DATA FOR REVIEW below:

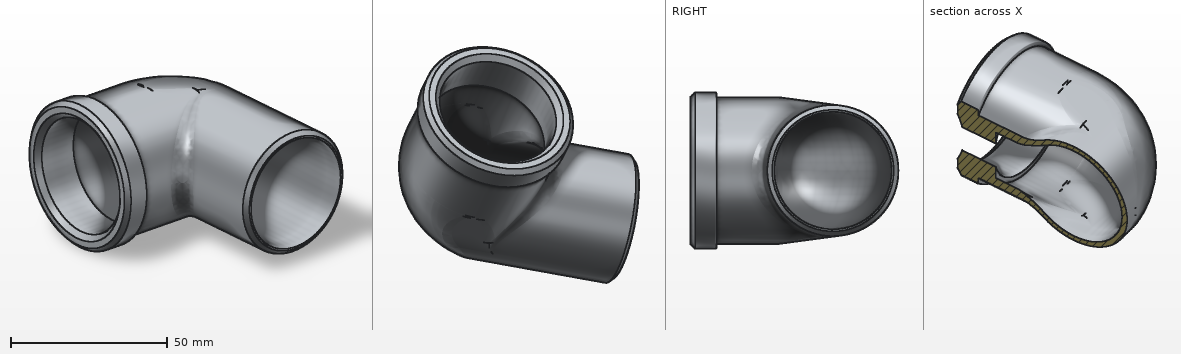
import cadquery as cq
import math

OVERALL_LENGTH = 79.5
OVERALL_DEPTH = 66.5

COLLAR_RADIUS = 50.1 / 2
COLLAR_HEIGHT = 8.35
COLLAR_CHAMFER = 1.5
COLLAR_BACK_FILLET = 0.55

INLET_RADIUS = 47.0 / 2
INLET_CAVITY_RADIUS = 42.6 / 2
INLET_BORE_RADIUS = 38.95 / 2
INLET_BORE_DEPTH = 15.0

OUTLET_RADIUS = 41.9 / 2
OUTLET_BORE_RADIUS = 37.5 / 2
OUTLET_CHAMFER = 1.5
OUTLET_ROOT_X = -18.3

BEND_RADIUS = 15.0
CROTCH_FILLET = 5.0
OUTER_RIDGE_FILLET = 7.95
CAVITY_RIDGE_FILLET = 5.0

OUTLET_END_X = OVERALL_LENGTH - COLLAR_RADIUS
INLET_END_Y = OUTLET_RADIUS - OVERALL_DEPTH
BEND_START_Y = OUTLET_RADIUS - INLET_RADIUS - BEND_RADIUS

SEAM_STOP_Z = 1.6
FLAT_STOP_Y = BEND_START_Y + 0.8
RIGHT_STOP_Y = -3.2


def cylinder_along_x(radius, start, end):
    return cq.Workplane("YZ", origin=(start, 0, 0)).circle(radius).extrude(end - start)


def cylinder_along_y(radius, start, end):
    return cq.Workplane("XZ", origin=(0, start, 0)).circle(radius).extrude(start - end)


def box_between(low, high):
    size = [b - a for a, b in zip(low, high)]
    return cq.Workplane().box(*size, centered=False).translate(low)


def flat_tangent_point(inlet_radius, outlet_radius):
    """Y and Z where a flat from the inlet height at the bend start touches the outlet."""
    corner_distance = math.hypot(BEND_START_Y, inlet_radius)
    corner_angle = math.atan2(inlet_radius, BEND_START_Y)
    angle = corner_angle - math.acos(outlet_radius / corner_distance)
    return outlet_radius * math.cos(angle), outlet_radius * math.sin(angle)


def wedge(inlet_radius, outlet_radius):
    """Space between the two sloping flats, from the inlet end to the outlet tangent lines."""
    tangent_y, tangent_z = flat_tangent_point(inlet_radius, outlet_radius)
    slope = tangent_y / tangent_z
    end_z = tangent_z + (tangent_y - INLET_END_Y) * slope
    corners = [
        (INLET_END_Y, -end_z),
        (tangent_y, -tangent_z),
        (tangent_y, tangent_z),
        (INLET_END_Y, end_z),
    ]
    start_x = -inlet_radius
    length = OUTLET_END_X - start_x
    return cq.Workplane("YZ", origin=(start_x, 0, 0)).polyline(corners).close().extrude(length)


def bend_cutter(radius):
    """Everything over the outer corner that lies outside the quarter bend."""
    half_chord = math.sqrt(radius**2 - BEND_RADIUS**2)
    bend = (
        cq.Workplane("XZ", origin=(0, BEND_START_Y, 0))
        .moveTo(BEND_RADIUS, -half_chord)
        .threePointArc((-radius, 0), (BEND_RADIUS, half_chord))
        .close()
        .revolve(90, (BEND_RADIUS, 0.8, 0), (BEND_RADIUS, 0, 0))
    )
    reach = COLLAR_RADIUS
    left = box_between((-reach, BEND_START_Y, -reach), (0, reach, reach))
    right = box_between((0, 0, -reach), (BEND_RADIUS, reach, reach))
    return left.union(right).cut(bend)


def inside(low, high):
    """Selector for edges whose centres lie strictly between two corners."""
    margin = 0.1
    return cq.selectors.BoxSelector(
        tuple(a + margin for a in low),
        tuple(b - margin for b in high),
    )


def round_ridges(solid, low, high, radius, pick):
    """Round the picked ridges inside a box-shaped region of the solid."""
    region = box_between(low, high)
    piece = solid.intersect(region)
    rounded = pick(piece).edges(inside(low, high)).fillet(radius)
    return solid.cut(region).union(rounded)


def round_upper_ridges(shape, radius):
    """Round the two ridges of the upper flat and the upper half of the bend seam."""
    reach = COLLAR_RADIUS
    shape = round_ridges(
        shape,
        (0, FLAT_STOP_Y, SEAM_STOP_Z),
        (reach, RIGHT_STOP_Y, reach),
        radius,
        lambda piece: piece.edges("%ELLIPSE"),
    )
    return round_ridges(
        shape,
        (-reach, FLAT_STOP_Y, SEAM_STOP_Z),
        (BEND_RADIUS, reach, reach),
        radius,
        lambda piece: piece.faces("%TORUS or %REVOLUTION"),
    )


def elbow(inlet_radius, outlet_radius, crotch_radius, ridge_radius):
    """Inlet and outlet cylinders joined by the bend and its two flats, with plain ends."""
    inlet = cylinder_along_y(inlet_radius, INLET_END_Y, 2 * inlet_radius)
    tee = inlet.union(cylinder_along_x(outlet_radius, 0, OUTLET_END_X))
    crotch_low = (0.8, -outlet_radius - 0.8, -inlet_radius)
    crotch_high = (inlet_radius + 0.8, outlet_radius + 0.8, inlet_radius)
    crotch = cq.selectors.BoxSelector(crotch_low, crotch_high, boundingbox=True)
    shape = (
        tee.edges(crotch)
        .fillet(crotch_radius)
        .intersect(wedge(inlet_radius, outlet_radius))
        .union(cylinder_along_x(outlet_radius, OUTLET_ROOT_X, OUTLET_END_X))
        .cut(bend_cutter(inlet_radius))
        .clean()
    )
    half_space = box_between(
        (-COLLAR_RADIUS, INLET_END_Y, 0), (OUTLET_END_X, COLLAR_RADIUS, COLLAR_RADIUS)
    )
    upper = round_upper_ridges(shape.intersect(half_space), ridge_radius)
    return upper.union(upper.mirror("XY")).clean()


collar = (
    cylinder_along_y(COLLAR_RADIUS, INLET_END_Y, INLET_END_Y + COLLAR_HEIGHT)
    .faces("<Y")
    .chamfer(COLLAR_CHAMFER)
    .faces(">Y")
    .fillet(COLLAR_BACK_FILLET)
)
outside = (
    elbow(INLET_RADIUS, OUTLET_RADIUS, CROTCH_FILLET, OUTER_RIDGE_FILLET)
    .faces(">X")
    .chamfer(OUTLET_CHAMFER)
    .union(collar)
)

inlet_wall = INLET_RADIUS - INLET_CAVITY_RADIUS
cavity = elbow(
    INLET_CAVITY_RADIUS,
    OUTLET_BORE_RADIUS,
    CROTCH_FILLET + inlet_wall,
    CAVITY_RIDGE_FILLET,
)

bore_end_y = INLET_END_Y + INLET_BORE_DEPTH
bore_sleeve = cylinder_along_y(INLET_CAVITY_RADIUS, INLET_END_Y, bore_end_y).cut(
    cylinder_along_y(INLET_BORE_RADIUS, INLET_END_Y, bore_end_y)
)

result = (
    outside.cut(cavity)
    .union(bore_sleeve)
    .faces("<Y")
    .edges(cq.selectors.RadiusNthSelector(0))
    .chamfer(INLET_CAVITY_RADIUS - INLET_BORE_RADIUS)
)

End of DATA FOR REVIEW.

◆ REQUIRED WORK
Search the data for "flats" and list every line in which it occurs.

◆ EXERCISE SOLUTION
    """Space between the two sloping flats, from the inlet end to the outlet tangent lines."""
    """Inlet and outlet cylinders joined by the bend and its two flats, with plain ends."""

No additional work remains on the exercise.